Foto: Lula Marques/Agência PT
Foto: Lula Marques/Agência PT
Alguém ainda lembra das famosas “pedaladas fiscais”, a razão alegada para depor, em 2016, a presidenta Dilma Rousseff, eleita em 2014 com mais de 54 milhões de votos? Quem foi mesmo que patrocinou essa aventura, quais seus aliados e cúmplices? E, sobretudo, qual o seu custo para a democracia brasileira e para o futuro do país? Quase nove meses depois da confirmação, pelo Senado, da deposição de Dilma, o Brasil vive uma das crises políticas mais graves de sua história. Um dos fatores que alimenta essa crise é a adoção da mentira como prática sistemática pelas chamadas “elites” brasileiras para empurrar goela abaixo da população reformas que retiram direitos resguardados pela Constituição de 1988, pela Consolidação das Leis Trabalhistas (CLT) e por tratados de direitos humanos reconhecidos internacionalmente pelo país.
Como já aconteceu em outras ocasiões de nossa história, o Brasil ingressou em um clima de vale-tudo em nome de uma agenda que só é do interesse de uma parcela ultraminoritária da sociedade. O golpe contra Dilma, nunca é demais lembrar, foi dado com o objetivo central de aprovar essa agenda. Os setores que apoiaram a chegada de Michel Temer ao poder vinham tentando naturalizar o golpe consumado em 31 de agosto de 2016, mas, a incerteza quanto à aprovação de sua agenda no Congresso, acabou minando a já precária unidade que havia entre eles. As revelações da delação de Joesley Batista, dono da JBS, com o envolvimento direto do senador Aécio Neves (PSDB) e do próprio Michel Temer (PMDB) só agravaram esse quadro, aprofundando o grau de instabilidade política no país e de incerteza acerca do futuro do golpe que derrubou o governo eleito pelo voto popular.
Junto com o aprofundamento da instabilidade, cresce também a repressão contra os setores da sociedade que se mobilizam contra essa agenda regressiva.
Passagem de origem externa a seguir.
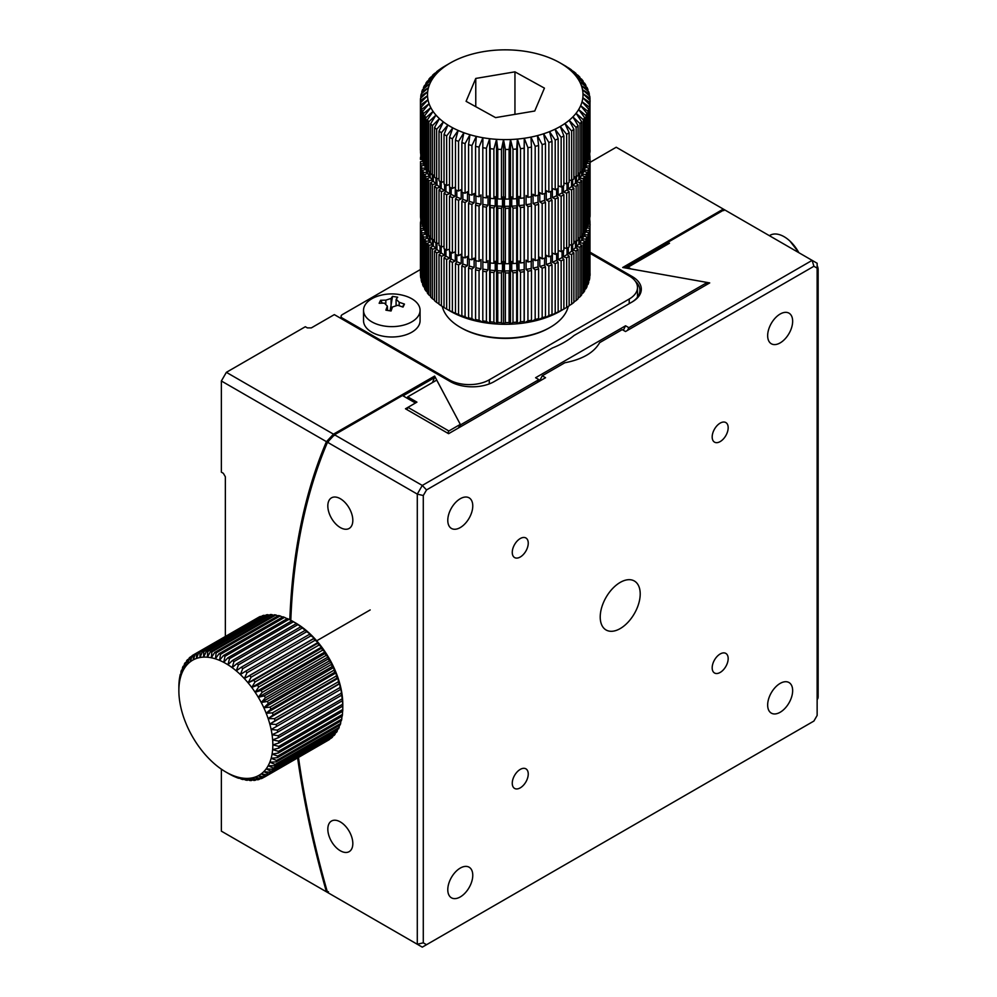 <?xml version="1.0" encoding="UTF-8"?>
<svg xmlns="http://www.w3.org/2000/svg" width="997" height="997" viewBox="0 0 997 997"><rect width="100%" height="100%" fill="white"/><g stroke="black" fill="none" stroke-linecap="round" stroke-linejoin="round"><path stroke-width="1.5" d="M447.74 433.184A679.269 392.182 60 0 1 448.862 430.978L407.947 407.349A732.284 422.79 -120 0 0 406.913 409.617M407.947 407.349L416.933 402.152L407.736 396.843A744.298 429.719 -120 0 0 407.137 398.202M448.862 430.978L460.302 424.373L436.723 380.106L407.736 396.843M460.302 424.373A679.269 392.182 -120 0 0 458.483 427.962M590.074 252.204L632.21 276.53A31.106 17.958 180 0 1 632.21 301.917L574.048 335.503A83.412 48.155 180 0 1 552.425 347.978L494.263 381.564A31.106 17.958 180 0 1 450.283 381.564L334.319 314.616L311.338 327.888L307.338 327.888L305.331 326.729L226.369 372.33L333.459 434.156L434.617 376.081L460.564 424.859L538.891 379.633A678.558 391.771 -120 0 0 537.52 382.325M225.359 636.41L225.359 476.79L223.365 473.326L221.371 472.167L221.371 380.991L326.43 441.646A750.666 433.396 -120 0 0 289.815 619.785M333.459 895.867L221.371 831.149L221.371 769.173M627.487 330.381A678.558 391.771 60 0 1 628.858 327.689L625.568 325.782L535.601 377.726L538.891 379.633M628.858 327.689L707.197 282.463L622.714 267.483L723.311 209.083L616.221 147.244L590.074 162.337M297.617 757.932A750.666 433.396 -120 0 0 326.43 891.804M328.462 891.704L326.518 891.854M434.617 376.081L434.592 377.614A749.246 432.586 -120 0 0 432.449 382.586M459.181 427.551A678.558 391.771 60 0 1 460.564 424.859M625.568 325.782A682.808 394.214 -120 0 0 623.324 330.269M707.197 282.463A678.558 391.771 -120 0 0 705.826 285.154M723.311 209.083L724.358 209.682L667.878 242.296L669.498 243.231L628.01 267.184L631.076 268.941L709.714 282.911L625.518 331.527L622.215 329.621L599.658 342.644C593.9 352.714 582.285 359.418 564.801 362.771L542.243 375.794L545.546 377.701L448.588 433.683L405.467 408.782L415.462 403.012L402.476 395.522L334.506 434.767L422.292 485.439L417.294 494.101L423.289 495.534L423.289 942.826L426.529 944.707L813.901 721.055L817.141 715.447L817.141 268.143L813.901 266.274L426.529 489.926L423.289 495.534M631.238 302.477A29.686 17.136 -0 0 0 639.9 290.376A29.686 17.136 -0 0 0 635.338 281.241M723.299 209.407L723.797 210.641M667.504 243.143L624.745 267.832M334.319 435.515L334.032 434.156M434.592 377.614L403.037 395.834M333.459 434.156L326.518 441.609L328.462 441.783M226.369 372.33L221.371 380.991L226.369 372.33M472.765 505.928A17.672 10.207 -60 0 1 465.051 523.712A17.672 10.207 -60 0 1 451.442 528.447A17.672 10.207 -60 0 1 451.442 508.046A17.672 10.207 -60 0 1 469.113 497.839A17.672 10.207 -60 0 1 472.765 505.928M472.765 875.291A17.672 10.207 -60 0 1 465.051 893.075A17.672 10.207 -60 0 1 451.442 897.811A17.672 10.207 -60 0 1 451.442 877.41A17.672 10.207 -60 0 1 469.113 867.203A17.672 10.207 -60 0 1 472.765 875.291M792.652 690.622A17.672 10.207 -60 0 1 784.938 708.406A17.672 10.207 -60 0 1 771.317 713.129A17.672 10.207 -60 0 1 771.317 692.728A17.672 10.207 -60 0 1 788.988 682.534A17.672 10.207 -60 0 1 792.652 690.622M792.652 321.258A17.672 10.207 -60 0 1 784.938 339.042A17.672 10.207 -60 0 1 771.317 343.766A17.672 10.207 -60 0 1 771.317 323.364A17.672 10.207 -60 0 1 788.988 313.158A17.672 10.207 -60 0 1 792.652 321.258M640.211 593.95A28.277 16.326 -60 0 1 627.861 622.402A28.277 16.326 -60 0 1 606.076 629.979A28.277 16.326 -60 0 1 606.076 597.328A28.277 16.326 -60 0 1 634.354 581.002A28.277 16.326 -60 0 1 640.211 593.95M728.171 658.581A11.303 6.53 -60 0 1 723.236 669.972A11.303 6.53 -60 0 1 714.525 673A11.303 6.53 -60 0 1 714.525 659.939A11.303 6.53 -60 0 1 725.828 653.409A11.303 6.53 -60 0 1 728.171 658.581M728.171 427.738A11.303 6.53 -60 0 1 723.236 439.116A11.303 6.53 -60 0 1 714.525 442.145A11.303 6.53 -60 0 1 714.525 429.084A11.303 6.53 -60 0 1 725.828 422.554A11.303 6.53 -60 0 1 728.171 427.738M528.248 543.153A11.303 6.53 -60 0 1 523.313 554.544A11.303 6.53 -60 0 1 514.602 557.572A11.303 6.53 -60 0 1 514.602 544.512A11.303 6.53 -60 0 1 525.905 537.981A11.303 6.53 -60 0 1 528.248 543.153M528.248 774.008A11.303 6.53 -60 0 1 523.313 785.387A11.303 6.53 -60 0 1 514.602 788.428A11.303 6.53 -60 0 1 514.602 775.367A11.303 6.53 -60 0 1 525.905 768.837A11.303 6.53 -60 0 1 528.248 774.008M426.529 489.926L422.292 485.439L812.144 260.367L813.901 266.274M817.141 268.143L817.141 263.258L724.358 209.682M423.289 942.826L417.294 944.259L422.292 947.15L426.529 944.707M298.477 757.433A749.246 432.586 -120 0 0 327.502 892.427L417.294 944.259L417.294 494.101L327.502 442.257A749.246 432.586 -120 0 0 290.812 620.333M340.326 527.575A17.672 10.207 60 0 1 328.773 512.009A17.672 10.207 60 0 1 331.49 497.839A17.672 10.207 60 0 1 349.162 508.046A17.672 10.207 60 0 1 349.162 528.447A17.672 10.207 60 0 1 340.326 527.575M340.326 850.765A17.672 10.207 60 0 1 328.773 835.199A17.672 10.207 60 0 1 331.49 821.042A17.672 10.207 60 0 1 349.162 831.236A17.672 10.207 60 0 1 349.162 851.65A17.672 10.207 60 0 1 340.326 850.765M327.502 442.257L334.506 434.767M539.564 381.153A680.689 392.992 60 0 1 542.243 375.794M627.512 268.318A747.127 431.352 60 0 1 628.01 267.184M666.781 244.801A749.246 432.586 60 0 1 667.878 242.296M817.141 270.175L818.138 269.601A7.066 4.075 -120 0 0 817.141 265.563M818.138 269.601L818.138 696.679L817.141 697.252M817.141 699.558A7.066 4.075 -120 0 0 818.138 696.679M342.32 314.616L420.435 269.514L342.32 314.616A4.237 2.443 180 0 0 341.074 316.348A4.237 2.443 180 0 1 342.32 314.616M342.32 318.08A4.237 2.443 180 0 1 341.074 316.348L341.074 318.517L341.074 316.348A4.237 2.443 180 0 0 342.32 318.08L449.273 379.832L342.32 318.08L342.32 319.227L342.32 318.08M489.265 379.832A28.277 16.326 180 0 1 449.273 379.832L449.273 380.991L449.273 379.832A28.277 16.326 180 0 0 489.265 379.832L629.207 299.038L489.265 379.832L489.265 383.907L489.265 379.832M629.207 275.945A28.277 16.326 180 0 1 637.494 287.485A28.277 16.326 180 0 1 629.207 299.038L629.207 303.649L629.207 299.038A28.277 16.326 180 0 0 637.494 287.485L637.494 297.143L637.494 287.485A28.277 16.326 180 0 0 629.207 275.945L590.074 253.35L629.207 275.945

Os acontecimentos do dia 24 de maio, em Brasília, mostraram que os patrocinadores dessa agenda não hesitarão em aumentar, no nível que for preciso, o grau de repressão contra sindicatos, movimentos sociais e organizações populares para atingirem os seus objetivos.
Em um debate realizado no dia 12 de maio, em Porto Alegre, João Pedro Stédile e Guilherme Boulos, dirigentes de dois dos principais movimentos sociais do país hoje (Movimento dos Trabalhadores Rurais Sem Terra e Movimento dos Trabalhadores Sem Teto), chamaram a atenção para a complexidade do atual cenário político e para os riscos que ele representa para a democracia brasileira.
A natureza das crises econômica e política, a confluência das mesmas e a agenda do governo de Michel Temer e seus aliados, assinalaram Stédile e Boulos, colocaram o Brasil em uma encruzilhada que aponta basicamente para dois caminhos. O primeiro: as forças de esquerda e do campo democrático conseguem construir uma sólida unidade e manter mobilizações massivas de rua, como ocorreu na greve geral do dia 28 de abril e na jornada de Curitiba, dias 9 e 10 de maio, para derrotar o governo golpista e a agenda de destruição de direitos que este vem implementando no país, via eleições diretas este ano ou em 2018. O segundo: o governo Temer consegue aprovar seu pacote de reformas que provocarão um retrocesso de décadas em termos de direitos, aumentando a repressão contra as forças de esquerda e do campo democrático e promovendo um fechamento político ainda maior que aumentará a radicalização social no país.
Para Boulos, o que permite o governo Temer bancar essa destruição é justamente a sua ilegitimidade. “Apenas um governo não eleito, com apenas 5% de aprovação, pode implementar um tamanho programa de destruição nacional. Ele não tem nada a perder”, assinalou. E, junto com essa destruição, o solo da “antipolítica” segue sendo semeado sistematicamente pelos grandes meios de comunicação que tiveram um papel decisivo na derrubada de Dilma e, agora, fazem de conta que não desempenharam um papel protagonista para as coisas chegarem onde chegaram.
Diante desse cenário, Stédile e Boulos apontaram três desafios que podem até não ser suficientes para enfrentar o atual quadro de destruição, mas são absolutamente necessários: máxima unidade no campo de esquerda e progressista, construção de um novo projeto para o país e voltar a realizar um trabalho de base sistemático que implica colocar o pé no barro para conversar com as pessoas que estão sendo alvo desse experimento de envenenamento que é, em última instância, o envenenamento da democracia no Brasil. Mais uma vez.